Plainly enough, whatever Ensign Hargreaves' plan might be, there were dangers attached to it, and no light dangers, either, to judge from his grave tones. Eagerly they awaited his next words.
"My plan is nothing more nor less than this," he said; "I propose to create an earthquake."
"To _create_ an earthquake!" Mr. Barr echoed the words, staring at the ensign as if he thought he had gone suddenly insane.
"Precisely. I intend to produce by artificial means an eruption which will destroy enough of this cliff to set us free, or else blow the _Peacemaker_ herself into atoms."
Mr. Barr buried his head in his hands. Skillful inventor and scientific expert though he was, the last words of the naval officer had sapped even his iron courage.
"Is there no other way?"
"No other way. It's a gamble for our lives."
"What do you propose doing?" asked Mr. Barr in a strange, broken voice.
"As I said, to create an artificial earthquake."
"I am unable to follow you."
"Then I'll make it clearer. In the torpedo compartment forward you have six Red Head torpedoes fully charged with gun cotton?"
"Yes."
The inventor was regarding the naval officer with intense interest now, and the boys also stood transfixed, their eyes riveted on the ensign as he unfolded his plan.
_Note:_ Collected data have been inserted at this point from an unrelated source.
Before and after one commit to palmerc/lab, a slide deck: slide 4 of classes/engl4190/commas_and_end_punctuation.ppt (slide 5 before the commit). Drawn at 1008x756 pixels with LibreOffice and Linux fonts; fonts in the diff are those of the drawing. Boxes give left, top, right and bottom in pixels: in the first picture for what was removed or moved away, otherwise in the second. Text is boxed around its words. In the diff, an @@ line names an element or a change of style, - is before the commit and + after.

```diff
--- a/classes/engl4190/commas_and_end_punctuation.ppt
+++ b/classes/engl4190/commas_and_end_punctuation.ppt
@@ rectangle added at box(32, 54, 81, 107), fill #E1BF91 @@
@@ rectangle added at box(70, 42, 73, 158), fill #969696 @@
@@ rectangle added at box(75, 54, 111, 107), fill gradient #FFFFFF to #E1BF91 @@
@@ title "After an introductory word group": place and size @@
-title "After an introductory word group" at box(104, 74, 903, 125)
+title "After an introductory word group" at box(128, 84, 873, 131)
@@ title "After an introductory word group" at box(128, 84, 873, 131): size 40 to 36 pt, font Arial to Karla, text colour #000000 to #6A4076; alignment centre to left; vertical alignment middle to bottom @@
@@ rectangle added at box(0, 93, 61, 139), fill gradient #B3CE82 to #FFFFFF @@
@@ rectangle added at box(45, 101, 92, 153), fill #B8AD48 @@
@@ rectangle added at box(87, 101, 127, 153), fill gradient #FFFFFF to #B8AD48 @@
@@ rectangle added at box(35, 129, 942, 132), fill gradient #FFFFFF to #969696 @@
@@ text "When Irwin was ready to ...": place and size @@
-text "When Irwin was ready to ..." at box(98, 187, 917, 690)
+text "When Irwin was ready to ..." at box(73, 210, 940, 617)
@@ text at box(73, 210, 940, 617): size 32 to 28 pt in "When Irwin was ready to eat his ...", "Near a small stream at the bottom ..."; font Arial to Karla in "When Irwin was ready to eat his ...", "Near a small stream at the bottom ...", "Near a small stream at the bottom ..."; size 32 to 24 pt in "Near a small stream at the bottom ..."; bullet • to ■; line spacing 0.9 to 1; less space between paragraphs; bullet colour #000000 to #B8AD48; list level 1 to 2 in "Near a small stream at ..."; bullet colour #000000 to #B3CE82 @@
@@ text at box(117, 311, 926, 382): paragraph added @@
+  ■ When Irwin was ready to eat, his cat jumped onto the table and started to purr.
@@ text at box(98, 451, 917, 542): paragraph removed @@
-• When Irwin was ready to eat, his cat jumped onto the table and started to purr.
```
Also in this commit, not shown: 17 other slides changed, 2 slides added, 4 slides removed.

"What I propose to do," he continued, "is to discharge from the side torpedo tubes two torpedoes. They will be aimed at the cliff and, of course, when they strike it, will explode."
"But in that case our bow would be blown off also, and we should perish almost instantly," declared Mr. Barr.
"Wait a minute. I didn't say we would discharge them _directly_ at the cliff. What I propose doing is this: We will aim one on each side of the spot where our bow drove in, taking care to train the tubes so that the torpedoes will not strike too near."
"Yes, the tubes are movable. That is one of the features of the _Peacemaker_."
"Very well, then, they will be as easy to train in any desired direction as a rapid fire gun."
"Exactly. But I never thought when I designed them that I might some day owe my life to that very feature."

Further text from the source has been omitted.